The Get Data Out Programme > Introduction
Understanding the ‘Get Data Out’ data
This page is a guide to help you understand more about the data from Get Data Out.
- How are patients grouped?
- What statistics do you release?
- How do I get more technical detail about this data?
- How should I use the data?
If you have any questions, please get in touch with us here. Please mention ‘Get Data Out’ in your email.
How are patients grouped?
The Get Data Out programme publishes data about small groups of patients. Patients with a particular type of tumour are divided into many small groups by certain characteristics, such as their year of diagnosis, more specific classification of their tumour, patient age or patient sex. Patients with different types of tumours are divided into groups differently because different tumours affect patients in different ways.
Each small group contains approximately 100 patients with the same characteristics. Statistics about each group are routinely calculated and released. Because patients have been grouped together in this way, the anonymisation standard has been ‘designed in’, and we are able to release this data safely without any risks to patient confidentiality. All data is anonymous.
You can imagine how we have divided patients into groups by thinking of a tree (or a sideways tree) as in the image shown. At the root of the tree are all the patients with a diagnosis of one type of tumour, and as you move along the branches these patients are divided into smaller groups by a certain characteristic. If a branch will go on to contain too few patients, then the branch cannot divide any further. Because the data is structured in a hierarchical way, we do not calculate statistics for combinations of the small groups. In this example, we do not have data on incidence for all endocrine tumours of the brain for a certain year, or the routes to diagnosis for all genders of patients. This is to protect patient confidentiality.

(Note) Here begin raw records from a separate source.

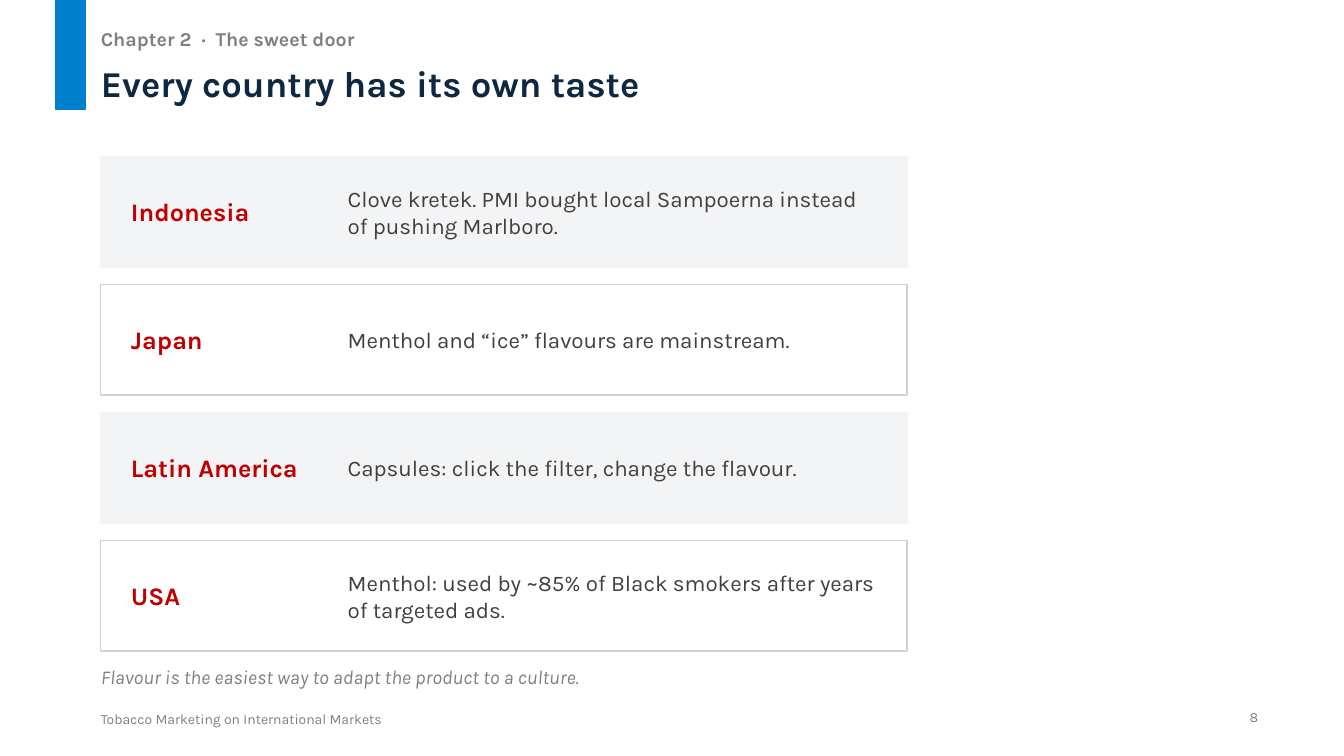
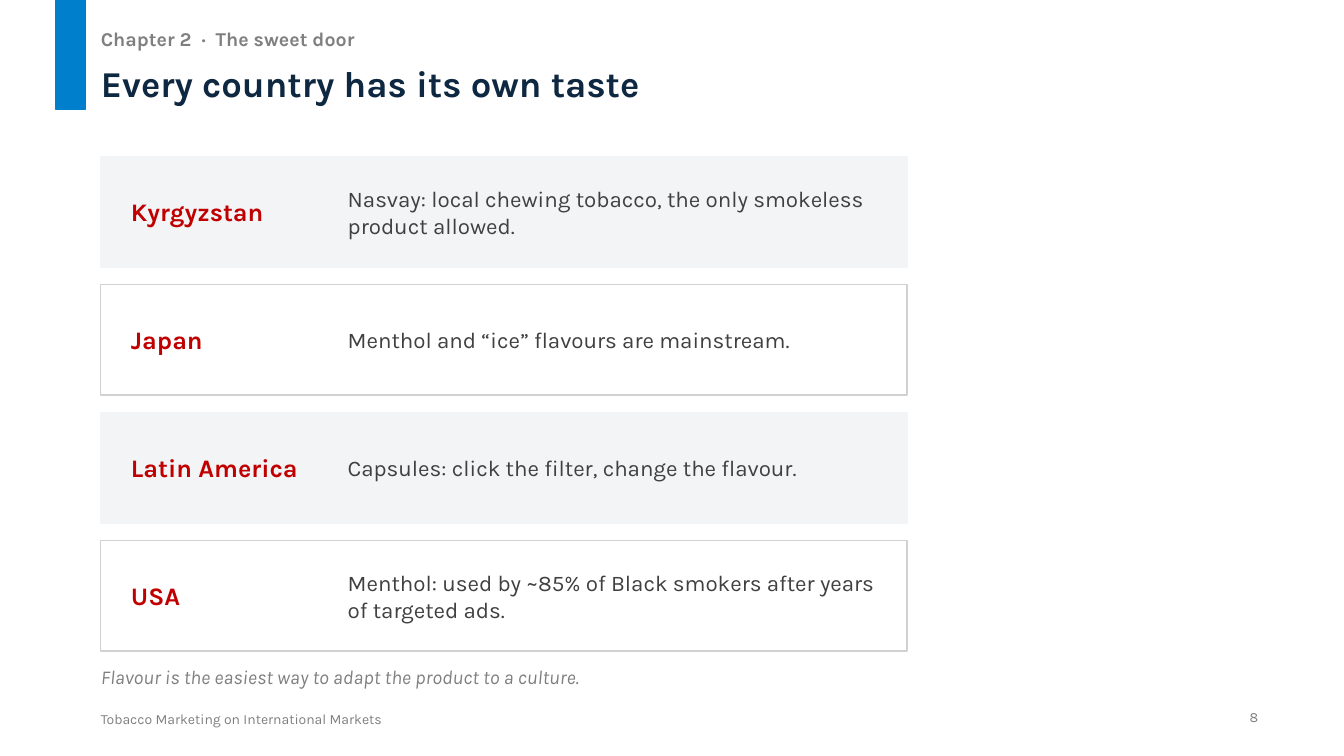
Before and after one commit to untitl333d/-frontend-slides, a slide deck: slide 8 of presentations/tobacco-marketing/Tobacco_Marketing_International_Markets.pptx. Drawn at 1344x756 pixels with LibreOffice and Linux fonts; fonts in the diff are those of the drawing. Boxes give left, top, right and bottom in pixels: in the first picture for what was removed or moved away, otherwise in the second. Text is boxed around its words. In the diff, an @@ line names an element or a change of style, - is before the commit and + after.

```diff
--- a/presentations/tobacco-marketing/Tobacco_Marketing_International_Markets.pptx
+++ b/presentations/tobacco-marketing/Tobacco_Marketing_International_Markets.pptx
@@ text at (131,204,263,228): text changed @@
-Indonesia
+Kyrgyzstan
@@ text at (348,191,863,240): text changed @@
-Clove kretek. PMI bought local Sampoerna instead of pushing Marlboro.
+Nasvay: local chewing tobacco, the only smokeless product allowed.
```
Also in this commit, not shown: 3 other slides changed, 2 other files.

What statistics do you release?
We calculate four statistics to describe each group of patients within each tumour group.
Incidence. Statistics are provided on the number of new tumours diagnosed in each group and the incidence rate of cancer in this group with upper and lower confidence intervals.
Treatment. Statistics are provided on the number of tumours treated with surgery, chemotherapy, radiotherapy and all combinations of these treatments in each group, the % of tumours treated, and the upper and lower confidence intervals around the percentage.
Survival. Statistics are provided on the number of tumours included in the survival calculation and the net and crude survival rates in each group at 3, 6, 9, 12, 24, 36 and 48 months after diagnosis, with upper and lower confidence intervals.
Routes to Diagnosis. Statistics are provided on the number of tumours diagnosed by each 'route to diagnosis' and the % of tumours diagnosed by each route with the upper and lower confidence intervals. The eight standard diagnostic routes - two week wait; GP referral; screening; other outpatient; inpatient elective; emergency presentation; death certificate only and unknown - are provided, along with a 'not classified' group. Please visit: http://ncin.org.uk/publications/routes_to_diagnosis to find out more.
The data starts from diagnoses in 2013, because this was the first year the National Cancer Registration and Analysis Service (NCRAS) collected data in a consistent, high quality, and comparable way on a single system.
How do I get more technical detail about this data?
For information about how we calculate our statistics, as well as information about the metadata, descriptions of our units and a list of all our releases, please visit our technical page.
How should I use the data?
Download the data by following the links below. You can download the data separately for each tumour group, or you can download all the data we have at once.
|All data published so far|
|Brain, meningeal and other primary CNS tumours|
|Ovary, fallopian tube and primary peritoneal carcinomas|
|Testicular tumours including post-pubertal teratomas|
The data is signed off as non-disclosive and is released under an Open Government Licence. You are free to copy, publish, distribute and transmit the information, and to adapt it and include it in your own products. The attribution statement that must be included with any reuse of the data is:
Data for this [study/ project/ report/tool] is based on patient-level information collected by the NHS, as part of the care and support of cancer patients. The data is collated, maintained and quality assured by the National Cancer Registration and Analysis Service, which is part of Public Health England (PHE). The data is taken from the Get Data Out tables.